Il aurait pu être exceptionnel s’il n’y avait eu quelques passages trop démonstratifs et insistants qui enlèvent la finesse de l’étude psychologique voulue par le cinéaste.

31 Comment

  1. Thème intéressant, un peu en mise en abîme; c’est le triste destin des stars. Quelques années de célébrité pour être vite éclipsé par une autre. Quoiqu’il en soit, la génération d’actrices de Juliette Binoche m’intéresse toujours plus que les starlettes montantes… À voir donc !

    1. Les starlettes montantes, aux choix habituellement éclectiques, tirent tout à fait leur épingle du jeu dans ce film.

  2. J’ai très envie de voir ce film poussée par la curiosité de voir le duo Binoche/Stewart et irait probablement ce we.
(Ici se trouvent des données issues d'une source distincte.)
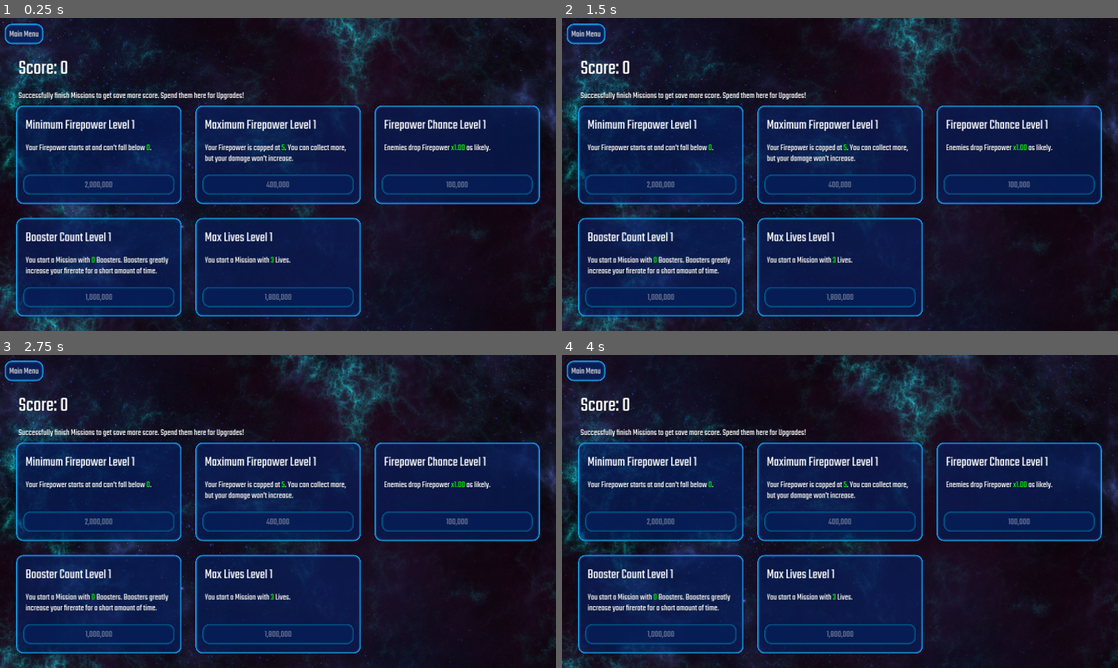
Above: before the commit, frames 1-4 (two rows, left to right).
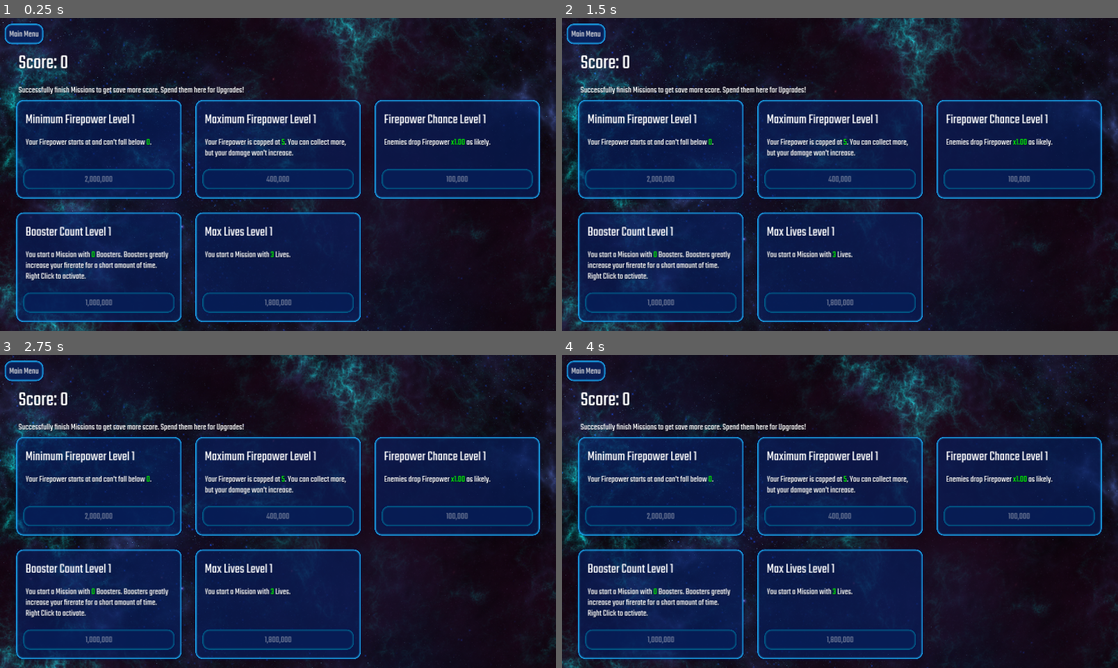
Above: after the commit, the same moments.

Repository: veprogames/numbercluck
Game: Godot game, scene res://src/shop_menu/shop_menu.tscn
The game is run twice, just before and just after one commit, with the same random seed, the same clock (stepped at 60 frames per second) and the same inputs. This scene is started directly instead of the project's main scene.
Inputs (mouse positions are in pixels of both pictures, inside the frame that each line leads up to):
- Up to frame 1 (0.25 s): no input
- Up to frame 2 (1.5 s): move the mouse to (812, 237) at 0.52 s; right-click (812, 237) at 0.6 s; move the mouse to (1006, 221) at 1.27 s; click (1006, 221) at 1.35 s
- Up to frame 3 (2.75 s): move the mouse to (111, 464) at 2.02 s; right-click (111, 464) at 2.1 s
- Up to frame 4 (4 s): move the mouse to (867, 511) at 2.77 s; click (867, 511) at 2.85 s; move the mouse to (756, 433) at 3.52 s; right-click (756, 433) at 3.6 s

The runs differ from the first frame. In frame 1, 18% of the frame differs, in the area x 2-98%, y 11-98%; in frame 2, 18%; in frame 3, 18%; in frame 4, 18%.

Commit message:
Change Booster Count Upgrade Description

Diff:
--- a/assets/upgrades/upgrade_booster_count.tres
+++ b/assets/upgrades/upgrade_booster_count.tres
@@ -21,7 +21,7 @@
 [resource]
 script = ExtResource("1_l8da3")
 title = "Booster Count"
-description = "You start a Mission with $$effect$$ Boosters. Boosters greatly increase your firerate for a short amount of time."
+description = "You start a Mission with $$effect$$ Boosters. Boosters greatly increase your firerate for a short amount of time. Right Click to activate."
 price_formula = SubResource("Resource_0uifc")
 effect_formula = SubResource("Resource_ll84h")
 effect_display_options = SubResource("Resource_ue58l")
Not shown, changed: assets/locale/base.pot
Binary file changed: assets/locale/de.mo
Not shown, changed: assets/locale/de.po

Ce sera ma rentrée Cinéma !

  3. Malgré ce très bel article, j’hésite. J’ai pourtant beaucoup aimé les (premiers) films d’Assayas, très inventifs. J’avais le sentiment d’un sujet plus ordinaire et d’un traitement plus convenu du dit sujet. Et puis l’affiche est assez repoussante, je ne sais pas pourquoi. Il parait que Kristen Stewart y est une révélation, vous confirmez? Jusqu’à présent elle ne m’avait pas emballée….

    1. Oui nous confirmons ! Nous avons trouvé que son jeu lors des répétitions, où elle n’est pas une actrice mais l’assistante de la star qui l’oblige à lui donner la réplique, était tout en finesse, en équilibre entre le naturel de son personnage et la gaucherie de celle qui n’est pas une actrice professionnelle. Certains événements qui arrivent à l’autre jeune actrice lui sont vraiment arrivés et Assayas en fait une sorte de jeu de miroir…pour initiés bien sûr 😉

  4. Ah, vous aussi vous avez aimé ! Moi qui vois deux à trois films par semaine les bonnes semaines, je pense que celui-ci restera sans conteste dans mon top 2014. J’attends impatiemment le Saint Laurent de Bonello qui le détrônera peut-être…
    @Colette : allez-y je pense que vous ne regretterez pas.
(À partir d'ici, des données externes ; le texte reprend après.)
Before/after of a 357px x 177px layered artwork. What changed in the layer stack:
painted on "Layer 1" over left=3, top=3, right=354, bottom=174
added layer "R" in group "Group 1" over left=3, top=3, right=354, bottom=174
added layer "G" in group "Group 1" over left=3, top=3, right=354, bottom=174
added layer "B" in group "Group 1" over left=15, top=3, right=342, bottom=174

    1. Un film qui plait aux femmes incontestablement. pourtant le thème du vieillissement traité à travers une actrice qui est censée n’avoir QUE 40 ans n’est pas très flatteur ! Mais l’association de talents divers nous a séduites.

    1. Le choix des 2 jeunes actrices très people en fait un film tout public mais il faut accrocher au côté pièce de théâtre dans le film.

  5. Vous me tentez Mesdames, j’avais de toute façon envie d’aller voir ce film car j’ai toujours suivi de près la carrière de Juliette Binoche, Kristen Stewart m’emballe bien mais laissons lui une chance…

  6. Bonsoir Matching points, je suis sûre que c’est bien mais comme je n’ai vraiment pas d’atome crochu avec Juliette Binoche, je n’ai vraiment pas envie de le voir. En revanche, j’ai vu en avant-première Gemma Bovery d’Anne Fontaine, j’ai beaucoup aimé. Bonne soirée.

  7. C’est la première critique que je lis sur ce film incroyable depuis que je l’ai vu et je suis contente de voir que sa profondeur et le talent avec lequel il est joué n’ont pas plu qu’à moi.
    J’ai été ébahie devant les différent niveaux d’interprétation (le fameux mélange vraie vie / répétition de la pièce) et la finesse des analyses qui sont permises. Pour le coup, et contrairement à vous qui émettez un petit bémol, j’ai été totalement conquise !

    1. Nous aussi avons bien aimé ce balancement entre vie réelle et théâtre par l’intermédiaire des répétitions et ce moment d’incertitude quand on ne sait plus si on est dans l’une ou dans l’autre.